## WHAT THIS TASK INVOLVES
The expected answer is every line from the material below that has the word "stepping".

## INFORMATION PROVIDED
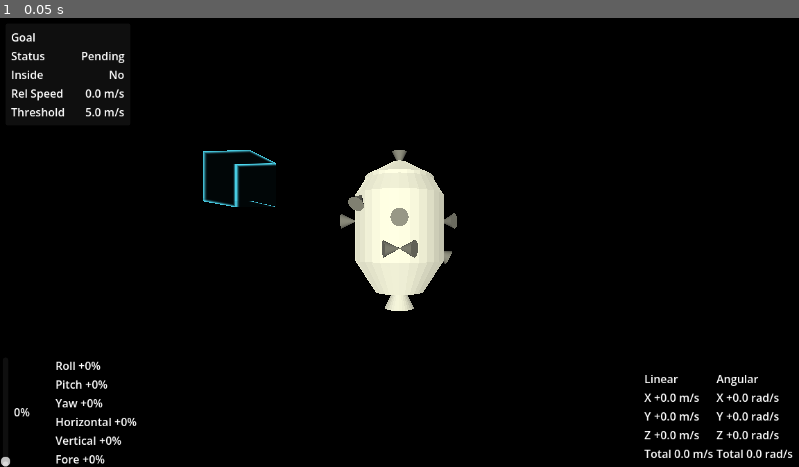
Above: before the commit, frame 1.
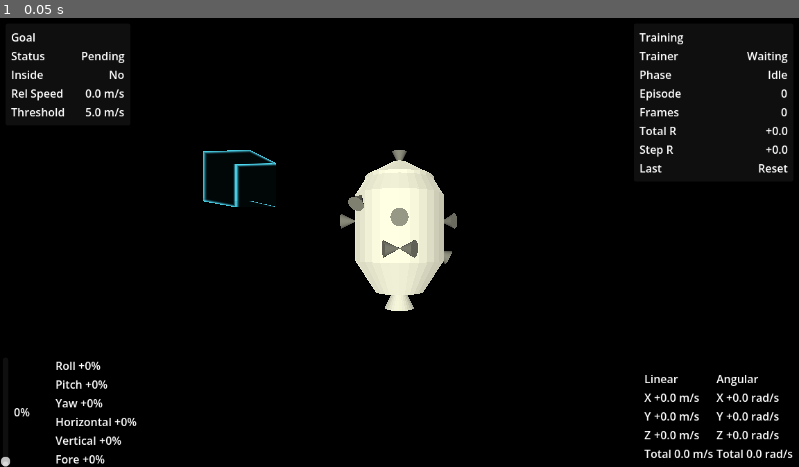
Above: after the commit, the same moment.

Repository: Carth501/anti-manual-spaceship-operation
Game: Godot game, scene res://scenes/space.tscn
Two runs of this game, one before a commit and one after it. Both use one fixed random seed, a clock stepped at 60 frames per second and the inputs below.
Inputs:
- Up to frame 1 (0.05 s): no input

The runs differ from the first frame. In frame 1, 0.7% of the frame differs, in the area x 79-99%, y 3-35%.

Commit message:
Add training status UI and enhance RLBridge for better integration with Godot environment
Co-authored-by: Copilot <copilot@github.com>

Diff:
--- a/scenes/user_interface.tscn
+++ b/scenes/user_interface.tscn
@@ -26,6 +26,122 @@
 offset_right = 188.0
 offset_bottom = 112.0
 
+[node name="TrainingStatus" type="PanelContainer" parent="."]
+layout_mode = 1
+anchors_preset = 1
+anchor_left = 1.0
+anchor_right = 1.0
+offset_left = -238.0
+offset_top = 8.0
+offset_right = -8.0
+offset_bottom = 170.0
+grow_horizontal = 0
+
+[node name="MarginContainer" type="MarginContainer" parent="TrainingStatus"]
+layout_mode = 2
+theme_override_constants/margin_left = 8
+theme_override_constants/margin_top = 8
+theme_override_constants/margin_right = 8
+theme_override_constants/margin_bottom = 8
+
+[node name="VBoxContainer" type="VBoxContainer" parent="TrainingStatus/MarginContainer"]
+layout_mode = 2
+
+[node name="Heading" type="Label" parent="TrainingStatus/MarginContainer/VBoxContainer"]
+layout_mode = 2
+text = "Training"
+
+[node name="ConnectionRow" type="HBoxContainer" parent="TrainingStatus/MarginContainer/VBoxContainer"]
+layout_mode = 2
+
+[node name="Label" type="Label" parent="TrainingStatus/MarginContainer/VBoxContainer/ConnectionRow"]
+layout_mode = 2
+text = "Trainer"
+
+[node name="Value" type="Label" parent="TrainingStatus/MarginContainer/VBoxContainer/ConnectionRow"]
+layout_mode = 2
+size_flags_horizontal = 3
+horizontal_alignment = 2
+text = "Waiting"
+
+[node name="PhaseRow" type="HBoxContainer" parent="TrainingStatus/MarginContainer/VBoxContainer"]
+layout_mode = 2
+
+[node name="Label" type="Label" parent="TrainingStatus/MarginContainer/VBoxContainer/PhaseRow"]
+layout_mode = 2
+text = "Phase"
+
+[node name="Value" type="Label" parent="TrainingStatus/MarginContainer/VBoxContainer/PhaseRow"]
+layout_mode = 2
+size_flags_horizontal = 3
+horizontal_alignment = 2
+text = "Idle"
+
+[node name="EpisodeRow" type="HBoxContainer" parent="TrainingStatus/MarginContainer/VBoxContainer"]
+layout_mode = 2
+
+[node name="Label" type="Label" parent="TrainingStatus/MarginContainer/VBoxContainer/EpisodeRow"]
+layout_mode = 2
+text = "Episode"
+
+[node name="Value" type="Label" parent="TrainingStatus/MarginContainer/VBoxContainer/EpisodeRow"]
+layout_mode = 2
+size_flags_horizontal = 3
+horizontal_alignment = 2
+text = "0"
+
+[node name="FramesRow" type="HBoxContainer" parent="TrainingStatus/MarginContainer/VBoxContainer"]
+layout_mode = 2
+
+[node name="Label" type="Label" parent="TrainingStatus/MarginContainer/VBoxContainer/FramesRow"]
+layout_mode = 2
+text = "Frames"
+
+[node name="Value" type="Label" parent="TrainingStatus/MarginContainer/VBoxContainer/FramesRow"]
+layout_mode = 2
+size_flags_horizontal = 3
+horizontal_alignment = 2
+text = "0"
+
+[node name="TotalRewardRow" type="HBoxContainer" parent="TrainingStatus/MarginContainer/VBoxContainer"]
+layout_mode = 2
+
+[node name="Label" type="Label" parent="TrainingStatus/MarginContainer/VBoxContainer/TotalRewardRow"]
+layout_mode = 2
+text = "Total R"
+
+[node name="Value" type="Label" parent="TrainingStatus/MarginContainer/VBoxContainer/TotalRewardRow"]
+layout_mode = 2
+size_flags_horizontal = 3
+horizontal_alignment = 2
+text = "+0.0"
+
+[node name="StepRewardRow" type="HBoxContainer" parent="TrainingStatus/MarginContainer/VBoxContainer"]
+layout_mode = 2
+
+[node name="Label" type="Label" parent="TrainingStatus/MarginContainer/VBoxContainer/StepRewardRow"]
+layout_mode = 2
+text = "Step R"
+
+[node name="Value" type="Label" parent="TrainingStatus/MarginContainer/VBoxContainer/StepRewardRow"]
+layout_mode = 2
+size_flags_horizontal = 3
+horizontal_alignment = 2
+text = "+0.0"
+
+[node name="ReasonRow" type="HBoxContainer" parent="TrainingStatus/MarginContainer/VBoxContainer"]
+layout_mode = 2
+
+[node name="Label" type="Label" parent="TrainingStatus/MarginContainer/VBoxContainer/ReasonRow"]
+layout_mode = 2
+text = "Last"
+
+[node name="Value" type="Label" parent="TrainingStatus/MarginContainer/VBoxContainer/ReasonRow"]
+layout_mode = 2
+size_flags_horizontal = 3
+horizontal_alignment = 2
+text = "Reset"
+
 [node name="MarginContainer" type="MarginContainer" parent="GoalStatus" unique_id=910143191]
 layout_mode = 2
 theme_override_constants/margin_left = 8
--- a/scripts/rl_bridge.gd
+++ b/scripts/rl_bridge.gd
@@ -1,5 +1,9 @@
 class_name RLBridge
 extends Node
+
+# RLBridge turns the current scene into a small synchronous RL environment.
+# A Python process connects over TCP, sends line-delimited JSON commands,
+# and receives observation/reward/done payloads back from Godot.
 
 @export var ship: MiracleShip
 @export var goal_area: GoalArea
@@ -16,11 +20,19 @@
 @export_range(0.0, 10000.0, 0.1, "or_greater") var success_reward := 100.0
 @export_range(0.0, 10000.0, 0.1, "or_greater") var out_of_bounds_penalty := 25.0
 
+# Network state for the external trainer connection.
 var server := TCPServer.new()
 var client: StreamPeerTCP
 var control_interface: ControlInterface
 var receive_buffer := ""
+
+# Episode bookkeeping. A single Python `step` holds one thruster action for
+# `pending_action_frames` physics ticks before we compute reward and respond.
 var episode_frames := 0
+var episode_index := -1
+var episode_reward_total := 0.0
+var last_step_reward := 0.0
+var last_terminal_reason := "idle"
 var previous_goal_distance := 0.0
 var pending_step_frames := 0
 var pending_action_frames := 0
@@ -56,12 +68,16 @@
 
 
 func _process(_delta: float) -> void:
+	# Poll networking in the regular process loop so socket I/O stays responsive
+	# even when physics is paused waiting for the next external command.
 	_poll_server()
 	if pending_step_frames == 0:
 		_poll_client_messages()
 
 
 func _physics_process(_delta: float) -> void:
+	# Physics stepping is what makes this feel like a Gym environment: the last
+	# action stays latched for N physics frames, then we emit one response.
 	if pending_step_frames <= 0:
 		return
 
@@ -91,6 +107,7 @@
 	if server.is_connection_available():
 		client = server.take_connection()
 		receive_buffer = ""
+		last_terminal_reason = "connected"
 
 
 func _poll_client_messages() -> void:
@@ -102,6 +119,7 @@
 		_release_rl_control()
 		client = null
 		receive_buffer = ""
+		last_terminal_reason = "disconnected"
 		return
 
 	var available_bytes := client.get_available_bytes()
@@ -109,6 +127,8 @@
 		return
 
 	receive_buffer += client.get_utf8_string(available_bytes)
+	# Messages are newline-delimited JSON objects. We accumulate bytes until we
+	# can carve out one full command at a time.
 	var separator_index := receive_buffer.find("\n")
 	while separator_index >= 0:
 		var message := receive_buffer.substr(0, separator_index).strip_edges()
@@ -119,6 +139,11 @@
 
 
 func _handle_message(message: String) -> void:
+	# Supported commands mirror a minimal RL API:
+	# - hello: discover schema and action count
+	# - reset: reset the episode and fetch the initial observation
+	# - step: apply one action for a fixed number of physics frames
+	# - close: disconnect the external trainer cleanly
 	var parsed_message = JSON.parse_string(message)
 	if typeof(parsed_message) != TYPE_DICTIONARY:
 		_send_error("invalid_json", "Expected a JSON object command")
@@ -136,6 +161,7 @@
 		"close":
 			_send_response({"ok": true})
 			_release_rl_control()
+			last_terminal_reason = "closed"
 			client.disconnect_from_host()
 			client = null
 			receive_buffer = ""
@@ -148,14 +174,19 @@
 		_send_error("busy", "A step is already in progress")
 		return
 
+	# The Python side sends one throttle value per thruster. We hand those values
+	# directly to the ship and defer the response until physics has advanced.
 	var action_values := _coerce_float_array(command.get("action", []))
 	control_interface.set_rl_control_enabled(true)
 	control_interface.set_rl_thruster_inputs(action_values)
 	pending_action_frames = max(int(command.get("frames", default_action_frames)), 1)
 	pending_step_frames = pending_action_frames
+	last_terminal_reason = "stepping"
 
 
 func _complete_step() -> void:
+	# Reward is dense shaping plus terminal bonuses/penalties. This is the point
+	# where one logical env.step() finishes and we answer the Python client.
 	var reward_terms := _compute_reward_terms()
 	var total_reward: float = float(reward_terms.get("total", 0.0))
 	var done := false
@@ -173,11 +204,20 @@
 		done = true
 		terminal_reason = "timeout"
 
+	last_step_reward = total_reward
+	episode_reward_total += total_reward
+	last_terminal_reason = terminal_reason
 	previous_goal_distance = _get_goal_distance()
 	_send_response(_build_step_response(total_reward, done, terminal_reason, reward_terms))
 
 
 func _reset_episode_state() -> void:
+	# Reset makes the scene deterministic again: restore the ship pose, zero out
+	# thrusters and velocities, clear goal state, and restart episode counters.
+	episode_index += 1
+	episode_reward_total = 0.0
+	last_step_reward = 0.0
+	last_terminal_reason = "reset"
 	control_interface.set_rl_control_enabled(true)
 	control_interface.set_rl_thruster_inputs([])
 	ship.reset_state()
@@ -197,6 +237,8 @@
 
 
 func _build_hello_response() -> Dictionary:
+	# `hello` lets the Python wrapper discover how many thrusters/actions exist
+	# in the current scene before it constructs Gym spaces.
 	return {
 		"ok": true,
 		"version": 1,
@@ -230,6 +272,8 @@
 
 
 func _compute_reward_terms() -> Dictionary:
+	# These terms are intentionally simple for the first curriculum:
+	# move toward the goal, keep relative speed low, and avoid wasting thrust.
 	var current_goal_distance := _get_goal_distance()
 	var progress_reward := (previous_goal_distance - current_goal_distance) * progress_reward_scale
 	var speed_penalty := goal_area.get_relative_speed() * speed_penalty_scale
@@ -251,6 +295,10 @@
 
 
 func _get_observation() -> Array[float]:
+	# The observation is expressed mostly in ship-local coordinates so the policy
+	# learns relative control effects instead of memorizing world orientation.
+	# Layout: goal offset, linear velocity, angular velocity, per-thruster
+	# throttles, inside-goal flag, goal-complete flag.
 	var goal_offset_local := ship.get_local_vector(goal_area.global_position - ship.global_position)
 	var linear_velocity_local := ship.get_local_vector(ship.get_linear_velocity_readout())
 	var angular_velocity_local := ship.get_local_vector(ship.get_angular_velocity_readout())
@@ -275,6 +323,32 @@
 	return observation
 
 
+func get_training_hud_state() -> Dictionary:
+	return {
+		"connected": is_trainer_connected(),
+		"phase": _get_training_phase(),
+		"episode_index": max(episode_index, 0),
+		"episode_frames": episode_frames,
+		"episode_reward_total": episode_reward_total,
+		"last_step_reward": last_step_reward,
+		"last_terminal_reason": last_terminal_reason,
+	}
+
+
+func is_trainer_connected() -> bool:
+	return client != null and client.get_status() == StreamPeerTCP.STATUS_CONNECTED
+
+
+func _get_training_phase() -> String:
+	if pending_step_frames > 0:
+		return "stepping"
+
+	if is_trainer_connected():
+		return "waiting_command"
+
+	return "idle"
+
+
 func _get_goal_distance() -> float:
 	return ship.global_position.distance_to(goal_area.global_position)
 
--- a/scripts/ui_manager.gd
+++ b/scripts/ui_manager.gd
@@ -23,8 +23,16 @@
 @export var goal_inside_value_label_path: NodePath = ^"GoalStatus/MarginContainer/VBoxContainer/InsideRow/Value"
 @export var goal_relative_speed_value_label_path: NodePath = ^"GoalStatus/MarginContainer/VBoxContainer/RelativeSpeedRow/Value"
 @export var goal_threshold_value_label_path: NodePath = ^"GoalStatus/MarginContainer/VBoxContainer/ThresholdRow/Value"
+@export var training_connection_value_label_path: NodePath = ^"TrainingStatus/MarginContainer/VBoxContainer/ConnectionRow/Value"
+@export var training_phase_value_label_path: NodePath = ^"TrainingStatus/MarginContainer/VBoxContainer/PhaseRow/Value"
+@export var training_episode_value_label_path: NodePath = ^"TrainingStatus/MarginContainer/VBoxContainer/EpisodeRow/Value"
+@export var training_frames_value_label_path: NodePath = ^"TrainingStatus/MarginContainer/VBoxContainer/FramesRow/Value"
+@export var training_total_reward_value_label_path: NodePath = ^"TrainingStatus/MarginContainer/VBoxContainer/TotalRewardRow/Value"
+@export var training_step_reward_value_label_path: NodePath = ^"TrainingStatus/MarginContainer/VBoxContainer/StepRewardRow/Value"
+@export var training_reason_value_label_path: NodePath = ^"TrainingStatus/MarginContainer/VBoxContainer/ReasonRow/Value"
 
 var control_interface: ControlInterface
+var rl_bridge: RLBridge
 var throttle_slider: VSlider
 var throttle_label: Label
 var roll_value_label: Label
@@ -45,6 +53,13 @@
 var goal_inside_value_label: Label
 var goal_relative_speed_value_label: Label
 var goal_threshold_value_label: Label
+var training_connection_value_label: Label
+var training_phase_value_label: Label
+var training_episode_value_label: Label
+var training_frames_value_label: Label
+var training_total_reward_value_label: Label
+var training_step_reward_value_label: Label
+var training_reason_value_label: Label
 
 
 func _ready() -> void:
@@ -53,6 +68,9 @@
 		return
 
 	control_interface = ship.get_control_interface()
+	var parent_node := get_parent()
+	if parent_node != null:
+		rl_bridge = parent_node.get_node_or_null("RLBridge") as RLBridge
 	throttle_slider = get_node_or_null(throttle_slider_path) as VSlider
 	throttle_label = get_node_or_null(throttle_label_path) as Label
 	roll_value_label = get_node_or_null(roll_value_label_path) as Label
@@ -73,6 +91,13 @@
 	goal_inside_value_label = get_node_or_null(goal_inside_value_label_path) as Label
 	goal_relative_speed_value_label = get_node_or_null(goal_relative_speed_value_label_path) as Label
 	goal_threshold_value_label = get_node_or_null(goal_threshold_value_label_path) as Label
+	training_connection_value_label = get_node_or_null(training_connection_value_label_path) as Label
+	training_phase_value_label = get_node_or_null(training_phase_value_label_path) as Label
+	training_episode_value_label = get_node_or_null(training_episode_value_label_path) as Label
+	training_frames_value_label = get_node_or_null(training_frames_value_label_path) as Label
+	training_total_reward_value_label = get_node_or_null(training_total_reward_value_label_path) as Label
+	training_step_reward_value_label = get_node_or_null(training_step_reward_value_label_path) as Label
+	training_reason_value_label = get_node_or_null(training_reason_value_label_path) as Label
 
 	if control_interface == null:
 		push_warning("UIManager could not resolve a ControlInterface from its ship")
@@ -101,6 +126,7 @@
 
 	_update_velocity_labels()
 	_update_goal_labels()
+	_update_training_labels()
 
 
 func _physics_process(_delta: float) -> void:
@@ -109,6 +135,7 @@
 
 	_update_velocity_labels()
 	_update_goal_labels()
+	_update_training_labels()
 
 
 func _configure_throttle_slider() -> void:
@@ -200,6 +227,29 @@
 	_update_unsigned_value_label(goal_threshold_value_label, goal_area.speed_threshold_mps, " m/s")
 
 
+func _update_training_labels() -> void:
+	if rl_bridge == null:
+		_update_text_label(training_connection_value_label, "Offline")
+		_update_text_label(training_phase_value_label, "No bridge")
+		_update_text_label(training_episode_value_label, "--")
+		_update_text_label(training_frames_value_label, "--")
+		_update_text_label(training_total_reward_value_label, "--")
+		_update_text_label(training_step_reward_value_label, "--")
+		_update_text_label(training_reason_value_label, "--")
+		return
+
+	var training_state := rl_bridge.get_training_hud_state()
+	var is_connected := bool(training_state.get("connected", false))
+
+	_update_text_label(training_connection_value_label, "Connected" if is_connected else "Waiting")
+	_update_text_label(training_phase_value_label, _humanize_status_text(String(training_state.get("phase", "idle"))))
+	_update_text_label(training_episode_value_label, str(int(training_state.get("episode_index", 0))))
+	_update_text_label(training_frames_value_label, str(int(training_state.get("episode_frames", 0))))
+	_update_signed_value_label(training_total_reward_value_label, float(training_state.get("episode_reward_total", 0.0)))
+	_update_signed_value_label(training_step_reward_value_label, float(training_state.get("last_step_reward", 0.0)))
+	_update_text_label(training_reason_value_label, _humanize_status_text(String(training_state.get("last_terminal_reason", "idle"))))
+
+
 func _on_goal_state_changed(_is_inside: bool) -> void:
 	_update_goal_labels()
 
@@ -219,6 +269,13 @@
 	target_label.text = value
 
 
+func _humanize_status_text(value: String) -> String:
+	if value.is_empty():
+		return "--"
+
+	return value.replace("_", " ").capitalize()
+
+
 func _update_signed_value_label(target_label: Label, value: float, suffix: String = "") -> void:
 	if target_label == null:
 		return
Not shown, changed: python/godot_env.py
Not shown, changed: python/train.py

## COMPLETED TASK
+	# Physics stepping is what makes this feel like a Gym environment: the last
+	last_terminal_reason = "stepping"
+		return "stepping"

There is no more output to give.